The Value Problem for Multiple-Environment MDPs with Parity Objective
Krishnendu Chatterjee, Laurent Doyen, Jean-François Raskin, Ocan Sankur
TL;DR
This work analyzes multiple-environment MDPs (MEMDPs) with parity objectives, where a single strategy must perform well across all environments. It establishes tight complexity boundaries: the limit-sure (value $=1$) problem is PSPACE-complete in general but polynomial-time when the number of environments is fixed, while the gap problem for approximate satisfaction is solvable in double-exponential space; pure strategies suffice for almost-sure and limit-sure winning, though randomization can help for quantitative gaps.
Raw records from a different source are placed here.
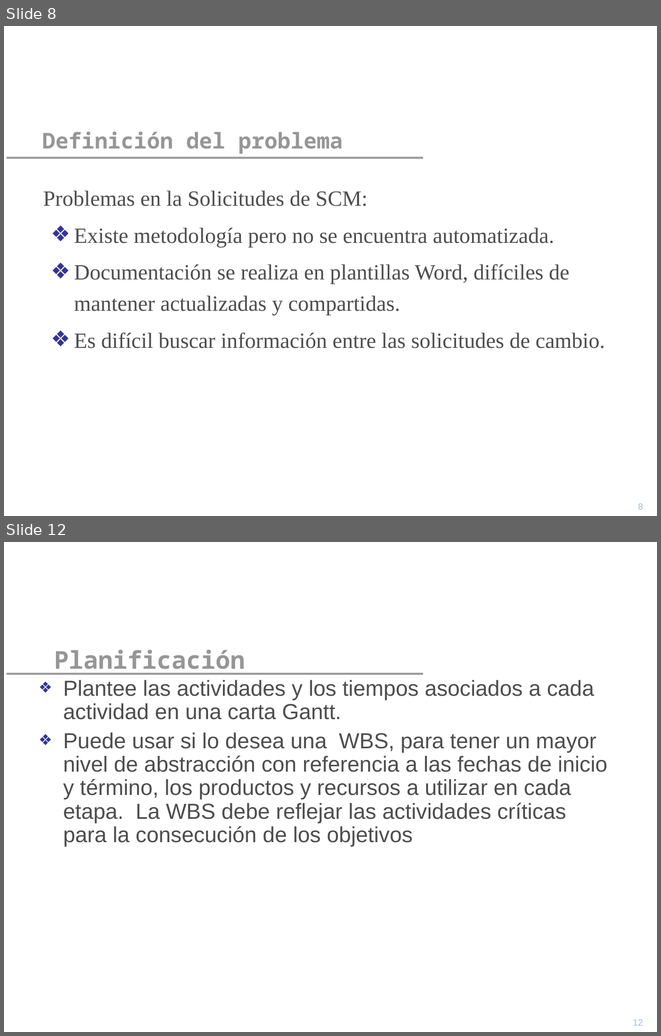
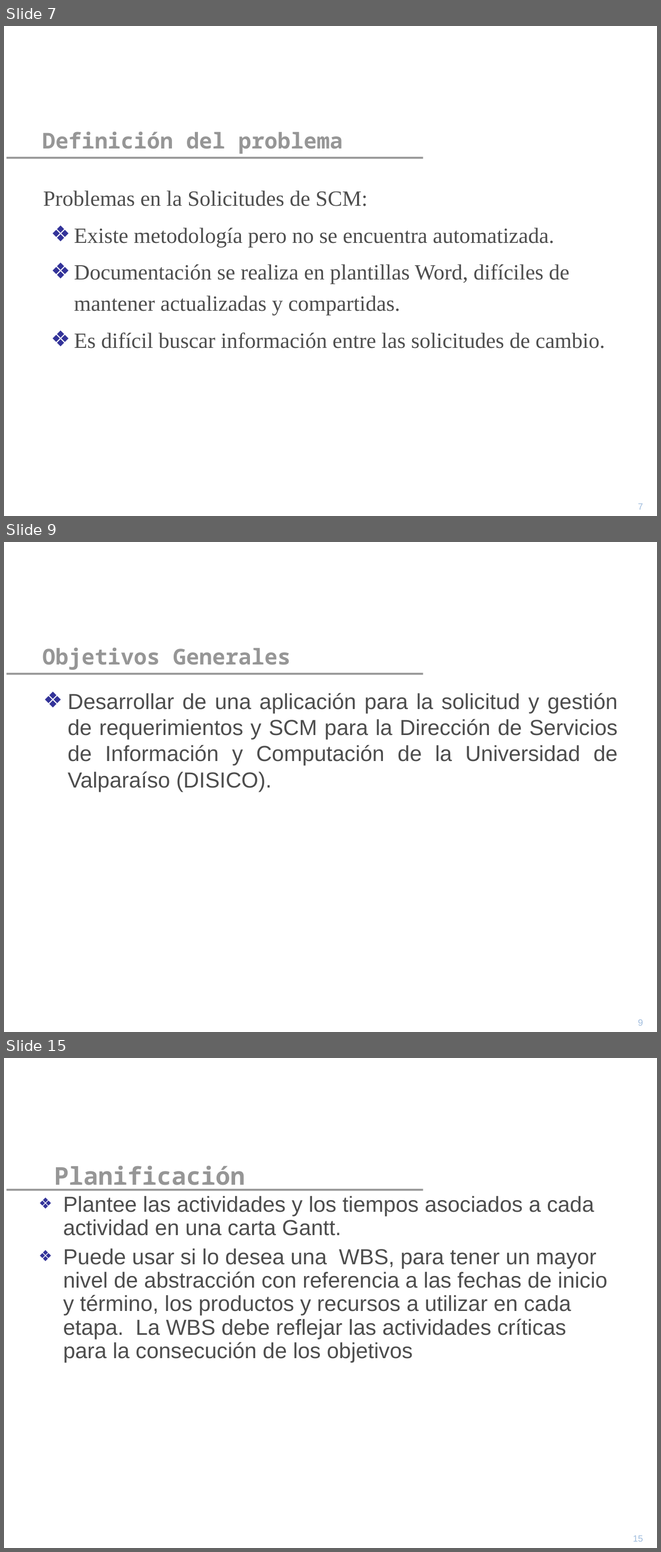
Before and after one commit to yano2h/TESIS, a slide deck: Informes/Propuesta/Precentacion_Propuesta.ppt. Shown one above the other, each under a label of ours: slides 8 and 12 before the commit, slides 7, 9 and 15 after it; the slides between them are not shown. The pictures are 661x1036 and 661x1552 pixels, drawn with LibreOffice and Linux fonts; fonts in the diff are those of the drawing; background and template pictures are left out. Boxes give left, top, right and bottom in pixels: in the first picture for what was removed or moved away, otherwise in the second. Text is boxed around its words. In the diff, an @@ line names an element or a change of style, - is before the commit and + after.

```diff
--- a/Informes/Propuesta/Precentacion_Propuesta.ppt
+++ b/Informes/Propuesta/Precentacion_Propuesta.ppt
@@ slide 9 added at <box>4,542,657,1032</box>, background picture (left out); not listed: 1 template element that a slide beside it also shows @@
@@ title added at <box>42,647,291,670</box>, 24 pt, text #969696, bold @@
+Objetivos Generales
@@ text added at <box>68,693,618,792</box>, 24 pt, text #4D4D4D @@
+❖ Desarrollar de una aplicación para la solicitud y gestión de requerimientos y SCM para la Dirección de Servicios de Información y Computación de la Universidad de Valparaíso (DISICO).
@@ page number added at <box>638,1019,643,1025</box>, 10 pt, text #9FBCDD @@
+9
@@ what was slide 8 is now slide 7 @@
@@ page number at <box>638,503,643,509</box>: text changed @@
-8
+7
@@ what was slide 12 is now slide 15 @@
@@ page number at <box>633,1535,643,1541</box>: text changed @@
-12
+15
```
Also in this commit, not shown: 1 slide changed, 7 other slides added, 5 slides removed.
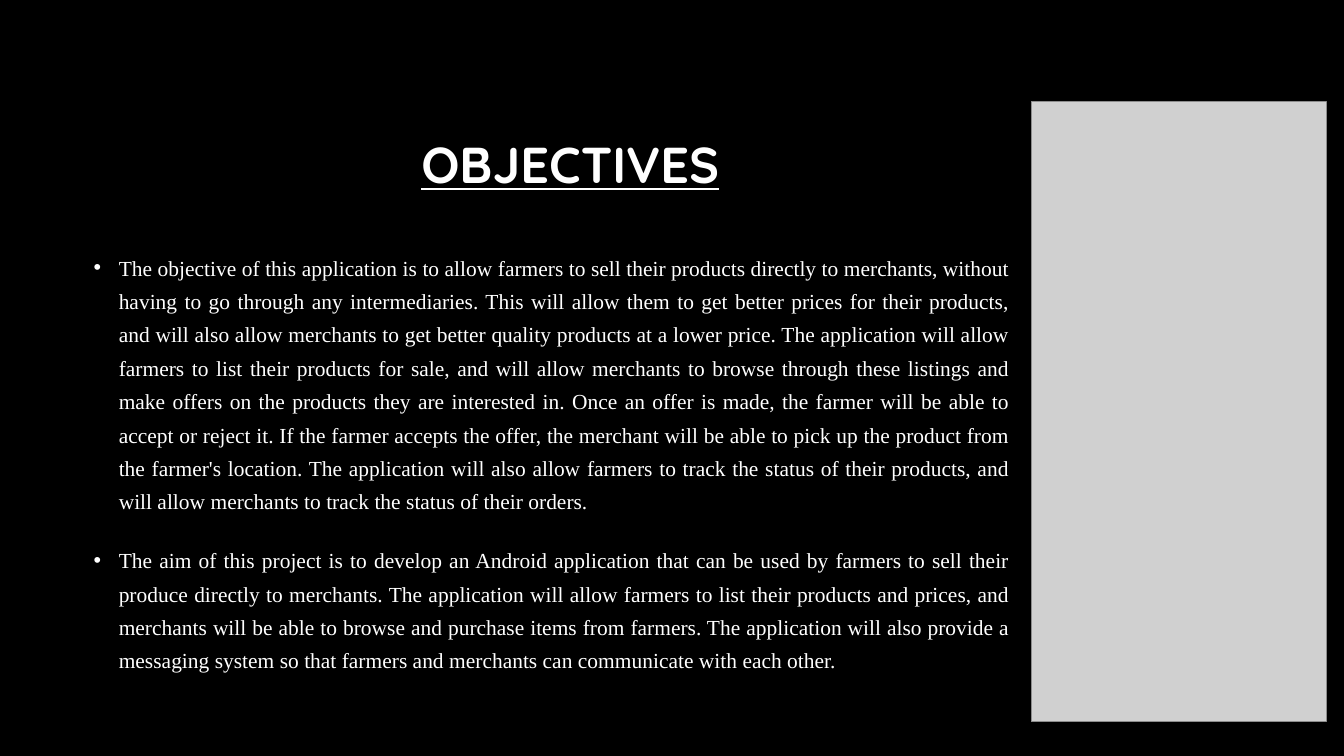
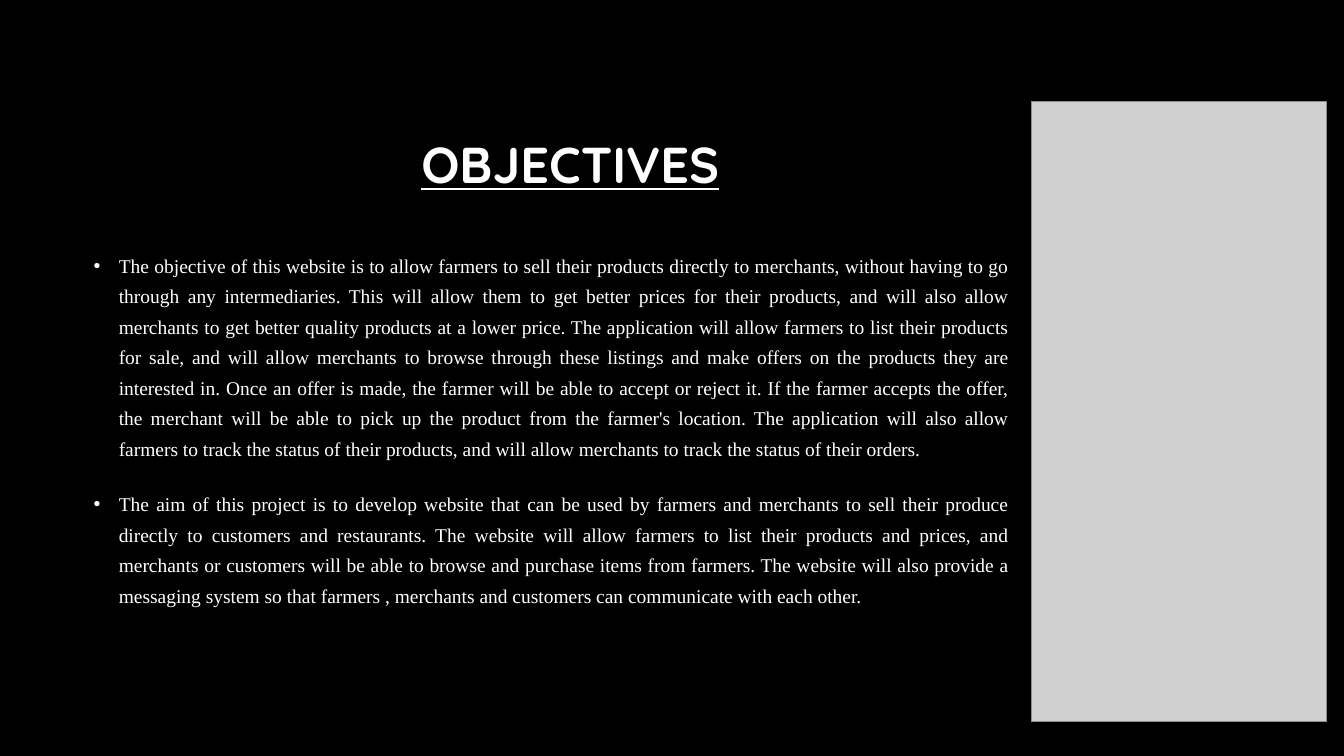
Before and after one commit to SAURABH8974/AGriPoject, a slide deck: slide 4 of ANDROID APP TO CONNECT FARMER TO CUSTOMERS.pptx. Drawn at 1344x756 pixels with LibreOffice and Linux fonts; fonts in the diff are those of the drawing; grey boxes stand for pictures; background and template pictures are left out. Boxes give left, top, right and bottom in pixels: in the first picture for what was removed or moved away, otherwise in the second. Text is boxed around its words. In the diff, an @@ line names an element or a change of style, - is before the commit and + after.

Commit message:
ppt updated

```diff
--- a/ANDROID APP TO CONNECT FARMER TO CUSTOMERS.pptx
+++ b/ANDROID APP TO CONNECT FARMER TO CUSTOMERS.pptx
@@ text at (x1=119, y1=259, x2=1009, y2=608): text changed; size 15.3 to 13.9 pt @@
-• The objective of this application is to allow farmers to sell their products directly to merchants, without having to go through any intermediaries. This will allow them to get better prices for their products, and will also allow merchants to get better quality products at a lower price. The application will allow farmers to list their products for sale, and will allow merchants to browse through these listings and make offers on the products they are interested in. Once an offer is made, the farmer will be able to accept or reject it. If the farmer accepts the offer, the merchant will be able to pick up the product from the farmer's location. The application will also allow farmers to track the status of their products, and will allow merchants to track the status of their orders.
-• The aim of this project is to develop an Android application that can be used by farmers to sell their produce directly to merchants. The application will allow farmers to list their products and prices, and merchants will be able to browse and purchase items from farmers. The application will also provide a messaging system so that farmers and merchants can communicate with each other.
+• The objective of this website is to allow farmers to sell their products directly to merchants, without having to go through any intermediaries. This will allow them to get better prices for their products, and will also allow merchants to get better quality products at a lower price. The application will allow farmers to list their products for sale, and will allow merchants to browse through these listings and make offers on the products they are interested in. Once an offer is made, the farmer will be able to accept or reject it. If the farmer accepts the offer, the merchant will be able to pick up the product from the farmer's location. The application will also allow farmers to track the status of their products, and will allow merchants to track the status of their orders.
+• The aim of this project is to develop website that can be used by farmers and merchants to sell their produce directly to customers and restaurants. The website will allow farmers to list their products and prices, and merchants or customers will be able to browse and purchase items from farmers. The website will also provide a messaging system so that farmers , merchants and customers can communicate with each other.
```
Also in this commit, not shown: 6 other slides changed.

The authors develop a suite of techniques—revealed-form MEMDPs, purification of non-distinguishing end-components (purge), common end-components, and learning-by-playing—to derive new characterizations for AS and LS parity, construct finite-memory witnesses, and implement an approximation algorithm for the gap problem. Collectively, these results position MEMDPs as a decidable, practically expressive alternative to POMDPs for tasks requiring robust reasoning across multiple uncertain environments, with explicit memory- and complexity-aware strategies.
Abstract
We consider multiple-environment Markov decision processes (MEMDP), which consist of a finite set of MDPs over the same state space, representing different scenarios of transition structure and probability. The value of a strategy is the probability to satisfy the objective, here a parity objective, in the worst-case scenario, and the value of an MEMDP is the supremum of the values achievable by a strategy. We show that deciding whether the value is 1 is a PSPACE-complete problem, and even in P when the number of environments is fixed, along with new insights to the almost-sure winning problem, which is to decide if there exists a strategy with value 1. Pure strategies are sufficient for theses problems, whereas randomization is necessary in general when the value is smaller than 1. We present an algorithm to approximate the value, running in double exponential space. Our results are in contrast to the related model of partially-observable MDPs where all these problems are known to be undecidable.